Records excerpted from a collection
════════════════
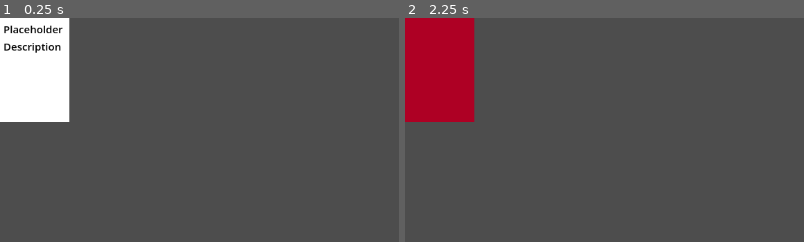
Above: before the commit, frames 1-2 (left to right).
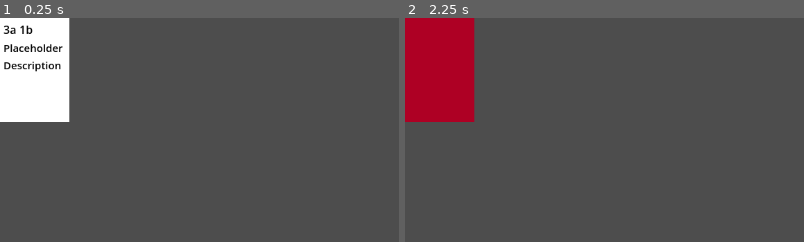
Above: after the commit, the same moments.

Repository: emrysshevek/gameganggame
Game: Godot game, scene res://cards/card.tscn
The game is run twice, just before and just after one commit, with the same random seed, the same clock (stepped at 60 frames per second) and the same inputs. This scene is started directly instead of the project's main scene.
Inputs (mouse positions are % of the whole screen's width and height, from its top left):
- Up to frame 1 (0.25 s): no input
- Up to frame 2 (2.25 s): click (4, 12) at 0.5 s; click (4, 12) at 1.25 s; click (4, 12) at 2 s
The pictures show only the part of the screen within x 0-50%, y 0-50%; the shares and areas given below are measured in that part.

The runs differ from the first frame. In frame 1, 1.0% of the frame differs, in the area x 0-16%, y 3-25%; in frame 2, nothing differs.

Commit message:
added shitty cost labels

Diff:
--- a/cards/card.gd
+++ b/cards/card.gd
@@ -10,47 +10,70 @@
 
 
 #region Properties
-@export var cost: Dictionary
+@export var cost: Dictionary[ValueManager.CreatureValue, int] = {}
 @export var description: String = "Placeholder Description"
 @export var deck: Deck = null
 var is_faceup: bool = true
 
-@onready var backside: Node = $Back
-@onready var frontside: Node = $Front
-@onready var description_label: Label = $Front/MarginContainer/VBoxContainer/Description
-@onready var costs_hbox: HBoxContainer = $Front/MarginContainer/VBoxContainer/Costs
+@onready var _backside: Node = $Back
+@onready var _frontside: Node = $Front
+@onready var _description_label: Label = $Front/MarginContainer/VBoxContainer/Description
+@onready var _costs_hbox: HBoxContainer = $Front/MarginContainer/VBoxContainer/Costs
 #endregion
 
 
 #region Godot Built-in Methods
 func _ready() -> void:
-	description_label.text = description
+	_description_label.text = description
 	if is_faceup:
-		frontside.show()
-		backside.hide()
+		_frontside.show()
+		_backside.hide()
 	else:
-		frontside.hide()
-		backside.show()
+		_frontside.hide()
+		_backside.show()
+
+	for cv in cost.keys():
+		var letter = ValueManager.value_names[cv][0]
+		var label: Label = Label.new()
+		label.text = "{0}{1}".format([cost[cv], letter])
+		label.add_theme_color_override("font_color", Color.BLACK)
+		_costs_hbox.add_child(label)
 #endregion
 
 
 #region Public Methods
 func flip() -> void:
 	if is_faceup:
-		frontside.hide()
-		backside.show()
+		_frontside.hide()
+		_backside.show()
 	else:
-		frontside.show()
-		backside.hide()
+		_frontside.show()
+		_backside.hide()
 	is_faceup = !is_faceup
 
+
 func play() -> void:
+	_trigger_play_ability()
 	card_played.emit(self)
 
+
 func discard() -> void:
+	_trigger_discard_ability()
 	card_discarded.emit(self)
 #endregion
 
 
+#region Private Methods
+func _trigger_play_ability() -> void:
+	pass
+
+
+func _trigger_discard_ability() -> void:
+	pass
+#endregion
+
+
+#region Signal Connections
 func _on_button_pressed() -> void:
 	flip()
+#endregion
--- a/cards/card.tscn
+++ b/cards/card.tscn
@@ -9,6 +9,10 @@
 offset_right = 100.0
 offset_bottom = 150.0
 script = ExtResource("1_ivai2")
+cost = Dictionary[int, int]({
+0: 3,
+1: 1
+})
 
 [node name="Back" type="ColorRect" parent="." unique_id=698116195]
 visible = false
@@ -44,7 +48,6 @@
 layout_mode = 2
 
 [node name="Costs" type="HBoxContainer" parent="Front/MarginContainer/VBoxContainer" unique_id=1616601441]
-visible = false
 layout_mode = 2
 
 [node name="Description" type="Label" parent="Front/MarginContainer/VBoxContainer" unique_id=236576993]
--- a/scenes/value_manager.gd
+++ b/scenes/value_manager.gd
@@ -18,8 +18,8 @@
 }
 
 #region Properties
-var creature_values: Array[CreatureValue] = [0,0,0,0,0]
-var value_names: Array[String] = [
+static var creature_values: Array[CreatureValue] = [0,0,0,0,0]
+static var value_names: Array[String] = [
 	"adaptability",
 	"bravery",
 	"curiosity",
════════════════
### Task prompt
Search the entries above for "static". Show every line that has it.

### Expected output
+static var creature_values: Array[CreatureValue] = [0,0,0,0,0]
+static var value_names: Array[String] = [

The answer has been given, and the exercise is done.